James Barnes pasaba todos los martes y jueves por la tarde, día en que Natasha no tenía que hacer clases de ballet, al apartamento. Natasha amablemente, le ofreció ayudarlo con unas cuantas clases. Para suerte de él, aprendió muy rápido frases y conjugaciones varias. Era realmente, una persona brillante.
—Es muy inteligente. Sólo debía aprender un poco de ruso. Un pequeño trampolín —respondió ella.
A Steve le encantaba contemplarla cada vez que ella hablaba. Además, que, aquel vestido tipo primaveral, su cabello pelirrojo ondulado, que caía por uno de sus hombros, la hacían ver demasiado hermosa.
—¿Steve? —llamó ella. Al parecer, el chico estaba embobado mirándola. Ella se daba cuenta de eso y lo encontraba hasta muy tierno.
—Si, claro que sí. Es un chico inteligente...de hecho, está trabajando en el departamento de policía internacional ¿te había contado?
Una corriente eléctrica recorrió el cuerpo de la pelirroja. No es que se haya alarmado, pero si, aquella noticia la había dejado en alerta. Claramente porque ella tenía un secreto muy oculto y que no debía enterarse nadie, menos James; aunque no debía preocuparse mucho. Hace como cinco años que ya no tenía 'ese' tipo de trabajos. Se había escondido bien y nadie de aquella agencia la buscaba. Debía respirar tranquila... por ahora.
—¿Nat? —ahora él la llamaba—, ¿estás bien?
—Si, disculpa... —retomó el diálogo—, me alegro bastante por Barnes. Realmente necesitaba el trabajo.
—Es verdad...
—Podrías invitarlo a cenar... para platicar con él —sugirió Natasha. A Steve le pareció una muy buena idea.
—Lo llamaré y le preguntaré... mejor le enviaré un mensaje —tomó su teléfono y comenzó a tipear. Bucky le respondió de inmediato y confirmó su ida a la casa para hoy en la noche.

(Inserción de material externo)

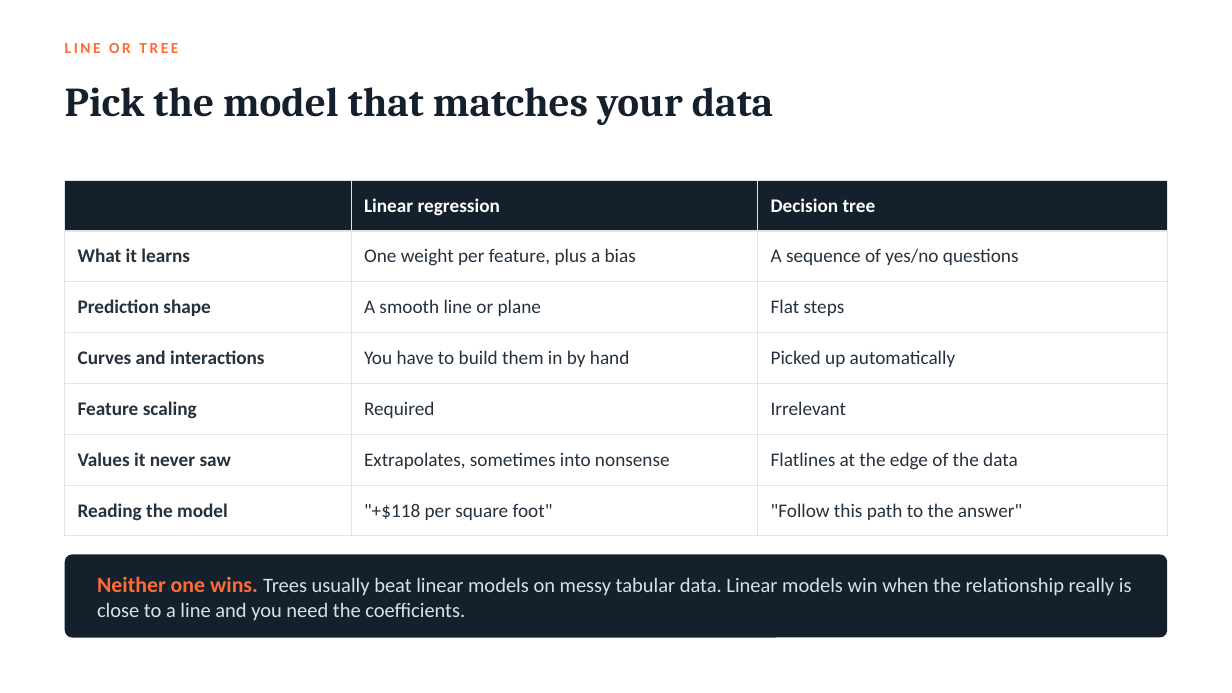
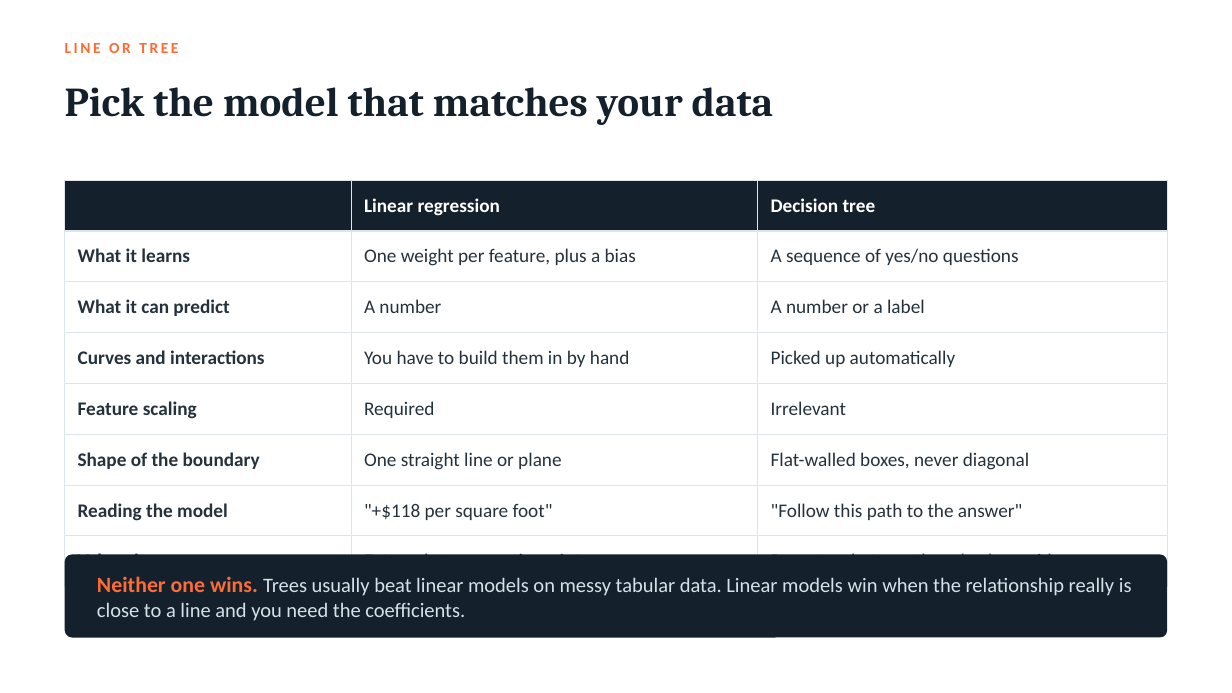
Before and after one commit to UPJ-CS-Club/MM-ml-oct-2026, a slide deck: slide 24 of slides.pptx (slide 22 before the commit). Drawn at 1232x693 pixels with LibreOffice and Linux fonts; fonts in the diff are those of the drawing. Boxes give left, top, right and bottom in pixels: in the first picture for what was removed or moved away, otherwise in the second. Text is boxed around its words. In the diff, an @@ line names an element or a change of style, - is before the commit and + after.

```diff
--- a/slides.pptx
+++ b/slides.pptx
@@ table at [65, 180, 1167, 559] @@
-row 3: Prediction shape | A smooth line or plane | Flat steps
+row 3: What it can predict | A number | A number or a label
-row 6: Values it never saw | Extrapolates, sometimes into nonsense | Flatlines at the edge of the data
+row 6: Shape of the boundary | One straight line or plane | Flat-walled boxes, never diagonal
+row 8: Values it never saw | Extrapolates, sometimes into nonsense | Repeats whatever the edge box said
```
Also in this commit, not shown: 16 other slides changed, 6 slides added, 4 slides removed.

Él le sonrió de vuelta y la pelirroja no podía desbordar más felicidad. Porque él era el causante de aquella mirada embobada; el rubio tomó su mejilla, acercando su rostro hacia él, sellando sus labios en un beso. Era delicado y profundo a la vez. Al se pararse por falta de oxígeno, Rogers preguntó.
—¿Vamos? —dijo ofreciéndole su mano para caminar—, sé que quieres un helado, mas allá hay un carrito que los vende.
—Steve, si querías tomar un helado me hubieras dicho, sabes que no me gustan mucho las cosas dulces —respondió molestándolo de vuelta.
—Lo sé, pero... ¿quieres uno?
La pelirroja soltó una risa y asintió. A Steve le gustaban mucho las cosas dulces.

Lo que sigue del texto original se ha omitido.